Table 9 shows the large increase in caloric intake 2 and 8 weeks after recovery from diarrhea from various causes in Bangladesh children compared with their intakes during the acute stage (MOLLA et al., 1983). In this case, food was freely available. The children's preinfection dietary intake was unknown.

A UNU (1976) publication gives the energy cost of synthesizing a gram of lost protein as 7.5 kcal per gram and 11.6 kcal for replacing a gram of fat. JACKSON (1977) in Jamaica measured the energy cost of catch-up growth in children recovering from protein-energy malnutrition and found a range of 4 to 5 kcal per gram of weight gain, with 40% of this considered to be fat tissue and 60% lean body mass tissue. Elsewhere in this volume JACKSON (1990) presents evidence that the proportion of fat and protein gained is influenced by the protein/energy ratio. The authors of a UNU (1976) publication calculated that, under conditions prevailing in developing countries, a malnourished one-year-old child depleted by an infectious episode of 7 days' duration would need approximately 136 kcal/kg/d and 2.56 grams of protein/kg/d for repletion in 30 days.
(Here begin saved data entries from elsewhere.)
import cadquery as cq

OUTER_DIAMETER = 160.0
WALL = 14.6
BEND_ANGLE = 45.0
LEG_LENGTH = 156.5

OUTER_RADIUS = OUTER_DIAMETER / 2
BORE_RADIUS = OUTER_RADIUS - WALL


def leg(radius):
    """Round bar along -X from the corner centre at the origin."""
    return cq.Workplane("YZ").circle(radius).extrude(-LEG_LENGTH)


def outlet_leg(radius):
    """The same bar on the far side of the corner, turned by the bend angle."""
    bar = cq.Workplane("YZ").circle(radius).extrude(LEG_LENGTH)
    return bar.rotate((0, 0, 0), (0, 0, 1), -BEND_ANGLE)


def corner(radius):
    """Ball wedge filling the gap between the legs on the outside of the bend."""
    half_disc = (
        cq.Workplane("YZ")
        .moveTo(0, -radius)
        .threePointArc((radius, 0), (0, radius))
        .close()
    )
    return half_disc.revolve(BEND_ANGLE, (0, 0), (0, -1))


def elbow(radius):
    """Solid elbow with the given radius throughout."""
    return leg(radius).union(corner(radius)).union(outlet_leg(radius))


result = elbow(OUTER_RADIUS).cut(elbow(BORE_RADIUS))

It should be noted that the same weight deficit without infection would have required less than one-third the amount of protein per kg/d, but approximately the same number of calories.
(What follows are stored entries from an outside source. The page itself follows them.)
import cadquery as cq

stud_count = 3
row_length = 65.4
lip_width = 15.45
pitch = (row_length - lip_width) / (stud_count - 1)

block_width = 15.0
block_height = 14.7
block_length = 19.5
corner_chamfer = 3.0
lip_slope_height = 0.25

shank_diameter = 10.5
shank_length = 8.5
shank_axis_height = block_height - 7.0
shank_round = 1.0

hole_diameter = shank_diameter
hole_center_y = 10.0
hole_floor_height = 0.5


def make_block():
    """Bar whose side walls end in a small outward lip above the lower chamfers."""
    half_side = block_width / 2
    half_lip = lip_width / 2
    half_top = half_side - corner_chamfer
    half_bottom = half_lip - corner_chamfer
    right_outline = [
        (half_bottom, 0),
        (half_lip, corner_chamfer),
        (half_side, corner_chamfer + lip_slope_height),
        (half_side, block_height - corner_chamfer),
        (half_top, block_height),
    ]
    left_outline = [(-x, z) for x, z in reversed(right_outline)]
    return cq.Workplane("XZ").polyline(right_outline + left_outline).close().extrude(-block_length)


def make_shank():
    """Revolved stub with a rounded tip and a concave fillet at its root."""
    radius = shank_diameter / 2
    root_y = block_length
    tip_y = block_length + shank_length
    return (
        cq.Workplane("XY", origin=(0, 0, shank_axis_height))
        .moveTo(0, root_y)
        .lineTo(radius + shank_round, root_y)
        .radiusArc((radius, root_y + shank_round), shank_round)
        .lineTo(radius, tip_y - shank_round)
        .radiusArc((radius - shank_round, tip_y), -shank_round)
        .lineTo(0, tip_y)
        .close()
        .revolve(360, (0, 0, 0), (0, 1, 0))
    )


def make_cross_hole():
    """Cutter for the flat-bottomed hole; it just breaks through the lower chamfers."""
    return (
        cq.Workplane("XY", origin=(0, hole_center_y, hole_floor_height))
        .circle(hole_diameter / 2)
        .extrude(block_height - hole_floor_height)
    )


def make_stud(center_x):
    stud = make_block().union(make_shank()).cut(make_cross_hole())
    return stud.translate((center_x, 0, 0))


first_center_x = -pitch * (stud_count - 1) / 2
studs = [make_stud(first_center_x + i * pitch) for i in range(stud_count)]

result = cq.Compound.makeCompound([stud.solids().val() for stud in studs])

In a recent INCAP study, supplementation completely offset the negative effect of diarrhea! disease on the length of the infant, attesting to the importance of an adequate diet during the recovery period (LUTTER et al., 1989).

6. Anabolic response

The severity of the caloric deficit is related to the duration and magnitude of the malabsorption and rarely poses a major threat to nutrition unless the deficit is chronic or recurrent. The net effect of the changes with infection that I have reviewed is to increase their need for both dietary protein and energy if satisfactory recovery is to be promoted. Is it possible to be more quantitative?

POWANDA (1977) has summarized data from a wide variety of acute infectious diseases by adding the total nitrogen losses and dividing them by the number of days over which these losses occurred. For all infections the average loss of 0.6 g of protein per kg per day is equal to the mean estimated protein requirement for adults. Diseases associated with diarrhea or dysentery produced an average loss of 0.9 g of protein per kg per day. Higher losses were observed with typhoid fever and other severe infections, reaching 1.2 g of protein per kg per day. If the energy cost of depositing a gram of protein is taken to be 25 kcal (100 kJ), these protein losses would deplete the infected individual by an average of 7 to nearly 30 kcal per kg of body weight (UNU, 1979). Elsewhere in this volume, JACKSON (1990) gives 4 kcal for the latter, but this figure must be corrected for only 90% utilization of dietary energy.

The difficulty with such calculations is that they do not include energy expended for the multiple anabolic responses to the infection. As emphasized earlier, balance studies during recovery indicate these to be substantial, although there are 'savings' of dietary energy during the acute phase of an infection that are due to anorexia. This loss must be made up during the recovery period in addition to the losses due to the deficits arising from malabsorption and that due to infection-stimulated catabolism. Thus, with each infectious episode there is a small decrease in de facto requirement at the time of the infection and a modest increase in energy requirement during the convalescent period. The more severe and closely spaced the episodes of infection, the more likely that full recovery will not occur and that the adverse effects will become cumulative.

Both metabolic and field observations suggest that, even with an optimum diet, it may take two to three times longer to replete than to deplete an individual. In this case, any figure for daily increment of additional energy during recovery only need to be from one-half to one-third of the daily loss during the acute phase of an infection. Of course, if the diet is not sufficient for a maximum rate of recovery, the increments available for recovery are correspondingly reduced and the time required for complete recovery greatly increased. Under developing country conditions there is then a high risk that another episode of infection will occur before recovery has taken place.